Sample Compatibility & Compliance
The FPOSM-2.0 accepts standard 1.5 mL microcentrifuge tubes and compatible capillary sample cells. It is validated for use with saline-based IV solutions, amino acid infusions, dextrose preparations, monoclonal antibody formulations, vaccine suspensions, dialysate fluids, urine, serum, cerebrospinal fluid (CSF), and tear film samples. All measurements adhere to the validation criteria defined in ICH Q2(R2) for analytical procedure verification—specifically addressing accuracy, repeatability, intermediate precision, linearity, and range. The system supports audit-trail-enabled operation when integrated into GLP- or GMP-compliant environments, and its calibration logs, user access controls, and electronic record retention are structured to facilitate FDA 21 CFR Part 11 readiness upon configuration with validated LIMS or ELN platforms.
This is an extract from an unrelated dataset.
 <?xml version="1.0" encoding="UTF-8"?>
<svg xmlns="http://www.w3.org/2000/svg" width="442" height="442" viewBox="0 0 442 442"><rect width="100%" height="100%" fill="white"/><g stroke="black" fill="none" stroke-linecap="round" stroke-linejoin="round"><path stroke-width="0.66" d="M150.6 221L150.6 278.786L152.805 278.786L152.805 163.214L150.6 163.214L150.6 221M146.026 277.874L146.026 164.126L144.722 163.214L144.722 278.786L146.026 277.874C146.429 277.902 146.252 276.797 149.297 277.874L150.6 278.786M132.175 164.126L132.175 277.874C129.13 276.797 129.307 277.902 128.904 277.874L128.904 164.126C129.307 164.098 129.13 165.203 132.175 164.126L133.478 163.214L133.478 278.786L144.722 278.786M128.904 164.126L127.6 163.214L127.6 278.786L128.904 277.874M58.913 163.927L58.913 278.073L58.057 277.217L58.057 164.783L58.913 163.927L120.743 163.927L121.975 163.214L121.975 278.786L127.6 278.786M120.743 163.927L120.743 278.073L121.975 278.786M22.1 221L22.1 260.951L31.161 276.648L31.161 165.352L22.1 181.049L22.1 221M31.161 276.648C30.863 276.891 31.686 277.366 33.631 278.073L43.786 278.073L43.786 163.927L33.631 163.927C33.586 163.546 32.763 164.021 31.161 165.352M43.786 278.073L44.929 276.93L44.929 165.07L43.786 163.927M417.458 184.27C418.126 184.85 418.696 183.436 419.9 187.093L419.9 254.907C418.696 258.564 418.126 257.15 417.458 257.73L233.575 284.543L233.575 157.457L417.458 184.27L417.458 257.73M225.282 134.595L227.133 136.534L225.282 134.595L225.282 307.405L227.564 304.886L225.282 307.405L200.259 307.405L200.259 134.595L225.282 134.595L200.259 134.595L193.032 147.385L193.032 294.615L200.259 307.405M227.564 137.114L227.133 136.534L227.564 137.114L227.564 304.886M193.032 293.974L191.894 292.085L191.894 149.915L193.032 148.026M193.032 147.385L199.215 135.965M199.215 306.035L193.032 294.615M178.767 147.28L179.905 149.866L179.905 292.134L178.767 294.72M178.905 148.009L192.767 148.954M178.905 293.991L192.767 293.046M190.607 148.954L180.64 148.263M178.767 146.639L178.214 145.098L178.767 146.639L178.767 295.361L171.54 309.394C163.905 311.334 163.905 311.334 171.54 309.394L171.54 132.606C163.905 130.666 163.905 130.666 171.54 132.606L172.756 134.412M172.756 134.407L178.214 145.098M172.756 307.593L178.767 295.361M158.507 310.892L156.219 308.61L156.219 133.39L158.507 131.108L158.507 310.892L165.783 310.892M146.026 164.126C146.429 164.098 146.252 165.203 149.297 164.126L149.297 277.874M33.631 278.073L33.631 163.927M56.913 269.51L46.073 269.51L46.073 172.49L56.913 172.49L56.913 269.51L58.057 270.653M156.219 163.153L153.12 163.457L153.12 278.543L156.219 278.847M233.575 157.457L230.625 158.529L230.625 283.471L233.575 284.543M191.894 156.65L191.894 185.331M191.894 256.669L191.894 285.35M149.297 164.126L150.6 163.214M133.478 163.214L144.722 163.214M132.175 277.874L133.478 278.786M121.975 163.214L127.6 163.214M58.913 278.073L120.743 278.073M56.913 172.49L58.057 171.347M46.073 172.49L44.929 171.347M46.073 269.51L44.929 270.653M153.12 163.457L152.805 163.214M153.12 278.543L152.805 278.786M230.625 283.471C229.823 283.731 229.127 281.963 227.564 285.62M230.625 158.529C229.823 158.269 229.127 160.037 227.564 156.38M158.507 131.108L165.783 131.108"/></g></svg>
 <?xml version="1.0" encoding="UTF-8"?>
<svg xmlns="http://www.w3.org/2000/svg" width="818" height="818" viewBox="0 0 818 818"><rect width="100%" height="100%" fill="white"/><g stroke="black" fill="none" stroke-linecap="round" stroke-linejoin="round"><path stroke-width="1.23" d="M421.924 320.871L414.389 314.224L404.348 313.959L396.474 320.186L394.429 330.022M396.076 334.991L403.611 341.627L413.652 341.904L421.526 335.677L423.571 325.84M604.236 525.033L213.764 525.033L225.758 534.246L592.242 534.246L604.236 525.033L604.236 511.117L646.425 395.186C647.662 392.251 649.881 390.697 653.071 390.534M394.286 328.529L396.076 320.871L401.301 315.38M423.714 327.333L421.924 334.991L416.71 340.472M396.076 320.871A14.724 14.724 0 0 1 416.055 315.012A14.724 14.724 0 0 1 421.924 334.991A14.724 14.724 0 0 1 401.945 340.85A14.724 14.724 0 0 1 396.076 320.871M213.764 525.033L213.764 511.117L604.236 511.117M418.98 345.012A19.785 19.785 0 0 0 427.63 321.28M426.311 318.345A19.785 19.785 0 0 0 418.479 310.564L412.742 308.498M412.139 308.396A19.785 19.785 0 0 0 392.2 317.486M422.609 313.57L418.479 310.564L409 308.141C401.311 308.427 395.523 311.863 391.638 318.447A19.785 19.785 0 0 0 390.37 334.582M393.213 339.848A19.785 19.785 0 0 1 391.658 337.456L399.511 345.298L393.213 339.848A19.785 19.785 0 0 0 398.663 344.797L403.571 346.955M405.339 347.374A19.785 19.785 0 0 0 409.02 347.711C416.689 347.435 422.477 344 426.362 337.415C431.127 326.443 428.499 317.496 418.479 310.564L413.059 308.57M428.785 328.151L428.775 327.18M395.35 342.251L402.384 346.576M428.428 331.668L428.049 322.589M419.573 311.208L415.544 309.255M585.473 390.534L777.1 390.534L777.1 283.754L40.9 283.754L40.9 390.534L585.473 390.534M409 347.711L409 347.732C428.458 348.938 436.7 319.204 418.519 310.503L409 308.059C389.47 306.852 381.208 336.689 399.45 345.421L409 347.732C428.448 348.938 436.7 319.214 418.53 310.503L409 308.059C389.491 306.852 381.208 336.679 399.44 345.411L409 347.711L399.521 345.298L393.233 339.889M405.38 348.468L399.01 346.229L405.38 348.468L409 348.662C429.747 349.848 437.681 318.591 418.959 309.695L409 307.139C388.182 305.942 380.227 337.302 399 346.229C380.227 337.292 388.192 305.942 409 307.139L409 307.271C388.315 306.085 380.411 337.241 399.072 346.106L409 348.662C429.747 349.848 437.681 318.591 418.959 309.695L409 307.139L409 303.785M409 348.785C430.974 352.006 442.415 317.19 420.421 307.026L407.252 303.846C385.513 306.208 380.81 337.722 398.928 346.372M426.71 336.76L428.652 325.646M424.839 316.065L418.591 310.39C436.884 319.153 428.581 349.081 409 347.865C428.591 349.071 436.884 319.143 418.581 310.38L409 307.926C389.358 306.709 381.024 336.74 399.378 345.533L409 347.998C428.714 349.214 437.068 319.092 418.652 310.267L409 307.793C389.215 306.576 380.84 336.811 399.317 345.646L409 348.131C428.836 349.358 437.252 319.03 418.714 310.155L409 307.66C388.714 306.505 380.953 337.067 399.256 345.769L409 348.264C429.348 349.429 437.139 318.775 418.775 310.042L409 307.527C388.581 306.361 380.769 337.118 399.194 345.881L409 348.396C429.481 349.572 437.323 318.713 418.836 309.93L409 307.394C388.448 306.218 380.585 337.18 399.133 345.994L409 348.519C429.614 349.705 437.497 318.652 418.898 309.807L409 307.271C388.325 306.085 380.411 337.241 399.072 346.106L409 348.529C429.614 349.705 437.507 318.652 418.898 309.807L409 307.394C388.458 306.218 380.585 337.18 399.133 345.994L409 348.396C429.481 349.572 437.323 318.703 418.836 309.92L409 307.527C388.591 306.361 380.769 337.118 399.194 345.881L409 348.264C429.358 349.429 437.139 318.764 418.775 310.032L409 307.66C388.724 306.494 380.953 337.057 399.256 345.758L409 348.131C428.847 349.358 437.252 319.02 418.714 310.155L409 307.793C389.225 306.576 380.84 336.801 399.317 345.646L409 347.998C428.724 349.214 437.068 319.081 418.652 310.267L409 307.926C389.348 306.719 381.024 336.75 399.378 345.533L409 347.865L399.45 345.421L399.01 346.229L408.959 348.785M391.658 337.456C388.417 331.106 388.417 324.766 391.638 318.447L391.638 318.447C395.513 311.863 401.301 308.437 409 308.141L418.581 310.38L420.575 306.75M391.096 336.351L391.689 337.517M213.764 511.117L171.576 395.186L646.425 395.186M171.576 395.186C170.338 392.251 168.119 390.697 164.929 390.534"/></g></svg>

Software & Data Management
While the FPOSM-2.0 operates as a standalone instrument, its embedded firmware supports RS-232 and USB virtual COM port communication for bidirectional data exchange. Raw output includes osmolality value (mOsm/kg), measured freezing point (°C), calculated molality ratio, operator ID, calibration validity flag, and environmental drift compensation status. Exported CSV files conform to ASTM E1447-22 standards for laboratory data interchange. Optional PC-based companion software (available under separate license) provides advanced trending, SPC charting, batch-level statistical summaries, and automated report generation aligned with Annex 11 and EU GMP Annex 11 expectations.
Applications
- Final product release testing of injectables, ophthalmic solutions, and lyophilized reconstituted drugs per pharmacopoeial monographs.
- In-process monitoring of buffer exchange steps during protein purification and viral vector manufacturing.
- Stability-indicating assay for detecting degradation-related solute accumulation (e.g., hydrolysis, aggregation).
- Compatibility assessment of excipients in novel delivery systems (e.g., liposomes, nanoparticles, micelles).
- Clinical laboratory quantification of serum/urine osmolality for diagnostic evaluation of electrolyte disorders and renal concentrating ability.
- Cell therapy QC: verification of cryopreservation medium osmolality prior to freezing and post-thaw viability correlation studies.
FAQ
What regulatory standards does the FPOSM-2.0 directly support?
It fulfills method requirements in the Chinese Pharmacopoeia (2010 Edition), USP , and EP 2.2.36. Its metrological design follows ISO 17511:2020 for traceability assurance.
Can the instrument be calibrated using non-certified standards?
For routine verification, primary calibrants must be NIST-traceable or ISO 17034-accredited reference materials; secondary checks may use in-house prepared standards validated against certified references.
Is the cooling system serviceable in-field?
Yes—the solid-state thermoelectric modules are field-replaceable without vacuum recharging or refrigerant handling, minimizing downtime and lifecycle maintenance costs.
Does the device meet data integrity requirements for regulated environments?
When operated with enabled user authentication, audit trail logging, and electronic signature protocols (via optional software), it supports ALCOA+ principles and 21 CFR Part 11 Subpart B implementation.
How is temperature drift compensated during extended operation?
The system employs dual-sensor thermal referencing: one measures sample phase transition kinetics, while the second monitors ambient chamber thermal gradient, enabling real-time algorithmic correction of baseline drift.